[RPG] If the Life Transference spell’s damage is greater than the caster’s current HP (i.e. reducing them below 0 HP), how much HP does the target regain?

damagednd-5ehealinghit-pointsspells

In D&D 5e, the Life Transference spell (XGtE, p. 160) heals an ally for twice the amount of damage it deals you (the caster). How much HP does the ally regain if the damage you roll is greater than your current HP?

Say you are at 5 HP. You roll 10 necrotic damage as a result of the spell, your HP goes to 0. Would the target of the spell heal for the full expected 20 HP, or only 10?

Best Answer

It would deal the full 10 points of damage, and heal the full 20 points to your target.

There are rules for how excess damage is treated, so that excess damage is (at least temporarily) tracked. The most clear rule for excess damage is the instant death rule:

Massive damage can kill you instantly. When damage reduces you to 0 hit points and there is damage remaining, you die if the remaining damage equals or exceeds your hit point maximum.
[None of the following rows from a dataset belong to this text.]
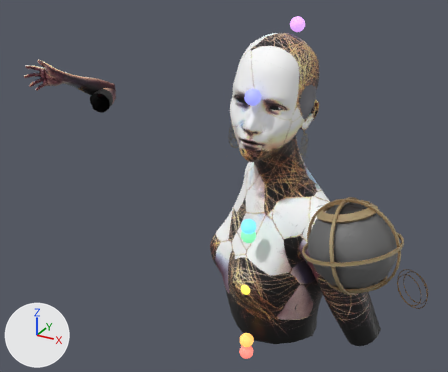
Before and after pictures for a commit that changed the glTF model src/assets/navigator/navigator.glb.
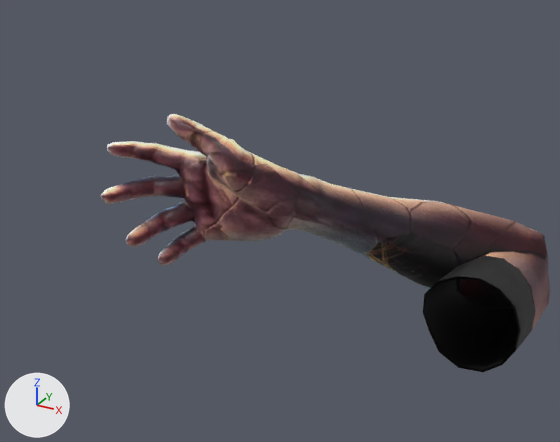
There are two pictures of each version: one whole from a camera (50 mm lens) standing at (0.609, -1.394, 0.804) and looking at (-0.47, 0.567, -0.177), one close up on the part from 1% to 26% of the width and 10% to 34% of the height. Every picture has the same lights, and +X, +Y and +Z are marked at lower left. The older version's two pictures come first. Where no turn or scale is listed for an object, it has been applied to the vertices. Vertices at exactly the same position are counted once.

The older version as bpy lines, for what is in view:
```python
me_main_low012_bras_ext_0 = bpy.data.meshes.new('Main Low012_Bras Ext_0')
me_main_low012_bras_ext_0.from_pydata(...)  # 849 vertices, 1682 faces; spans x -2.046..-1.666, y 0.829..1.324, z 0.064..0.373
me_main_low012_bras_ext_0.materials.append(mat_bras_ext)
me_main_low012_bras_int_0 = bpy.data.meshes.new('Main Low012_Bras Int_0')
me_main_low012_bras_int_0.from_pydata(...)  # 849 vertices, 1682 faces; spans x -2.044..-1.668, y 0.831..1.321, z 0.067..0.371
me_main_low012_bras_int_0.materials.append(mat_bras_int)
ob_object_263 = bpy.data.objects.new('Object_263', me_main_low012_bras_ext_0)
ob_object_263.location = (0.0821, 0.1687, -0.2942)
ob_object_264 = bpy.data.objects.new('Object_264', me_main_low012_bras_int_0)
ob_object_264.location = (0.0821, 0.1687, -0.2942)
```
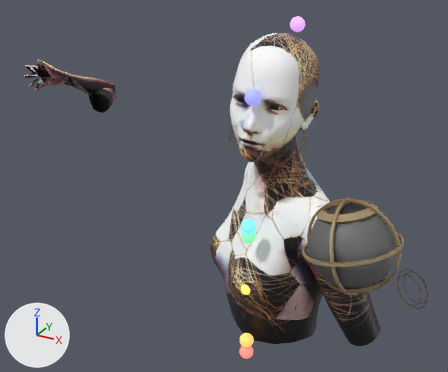
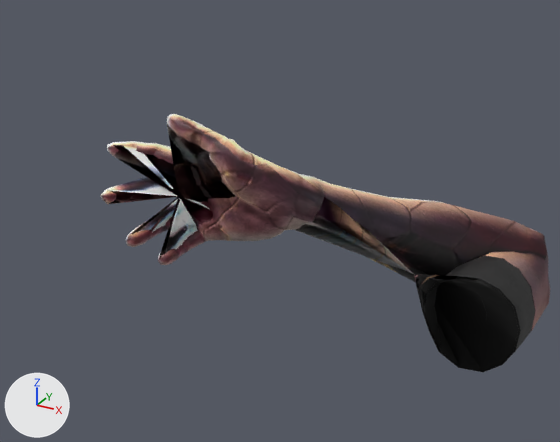
Location of each change, (x1, y1, x2, y2) in pixels of the close-ups (560 x 442 px):
```json
{"object": "Object_264", "change": "reshaped", "before": [425, 276, 521, 370], "after": [177, 180, 519, 370]}
{"part": 1, "of": "me_main_low012_bras_ext_0", "change": "added", "after": [104, 124, 521, 372]}
{"part": 2, "of": "me_main_low012_bras_int_0", "change": "built on", "after": [177, 180, 518, 351]}
```

Edits to the scene script, one JSON object a line:
```json
{"block": "me_main_low012_bras_ext_0", "where": "# used by ob_object_263; location = (0.0821, 0.1687, -0.2942)"}
{"op": "remove", "block": "me_main_low012_bras_ext_0", "code": "me_main_low012_bras_ext_0.from_pydata(...)  # 849 vertices, 1682 faces; spans x -2.046..-1.666, y 0.829..1.324, z 0.064..0.373"}
{"op": "add", "block": "me_main_low012_bras_ext_0", "code": "me_main_low012_bras_ext_0.from_pydata(...)  # 852 vertices, 2021 faces; spans x -2.046..-1.666, y 0.829..1.324, z 0.064..0.373"}
{"block": "me_main_low012_bras_ext_0", "change": "me_main_low012_bras_ext_0 part 1"}
{"block": "me_main_low012_bras_ext_0", "change": "3 vertices are added at (-1.808, 1.081, 0.168), (-1.971, 0.894, 0.282), (-1.973, 0.89, 0.281)"}
{"block": "me_main_low012_bras_ext_0", "change": "339 new faces join them"}
{"block": "me_main_low012_bras_int_0", "where": "# used by ob_object_264; location = (0.0821, 0.1687, -0.2942)"}
{"op": "remove", "block": "me_main_low012_bras_int_0", "code": "me_main_low012_bras_int_0.from_pydata(...)  # 849 vertices, 1682 faces; spans x -2.044..-1.668, y 0.831..1.321, z 0.067..0.371"}
{"op": "add", "block": "me_main_low012_bras_int_0", "code": "me_main_low012_bras_int_0.from_pydata(...)  # 852 vertices, 2021 faces; spans x -2.044..-1.668, y 0.831..1.321, z 0.067..0.371"}
{"block": "me_main_low012_bras_int_0", "change": "me_main_low012_bras_int_0 part 2"}
{"block": "me_main_low012_bras_int_0", "change": "10 faces are deleted"}
{"block": "me_main_low012_bras_int_0", "change": "3 vertices are added at (-1.808, 1.081, 0.169), (-1.972, 0.894, 0.282), (-1.973, 0.891, 0.281)"}
{"block": "me_main_low012_bras_int_0", "change": "349 new faces join them"}
```

There is a similar part of the polymorph spell:

The target assumes the hit points of its new form. When it reverts to its normal form, the creature returns to the number of hit points it had before it transformed. If it reverts as a result of dropping to 0 hit points, any excess damage carries over to its normal form. As long as the excess damage doesn’t reduce the creature’s normal form to 0 hit points, it isn’t knocked unconscious.

Both of these show that the game does track damage beyond the amount that it would take to hit 0 hit points (for possible instant death in the first case, and to deal the excess to the creature's true form in polymorph). Since the full damage was dealt (even if the character's HP can't be negative), the full amount still gets doubled and applied as healing to the target.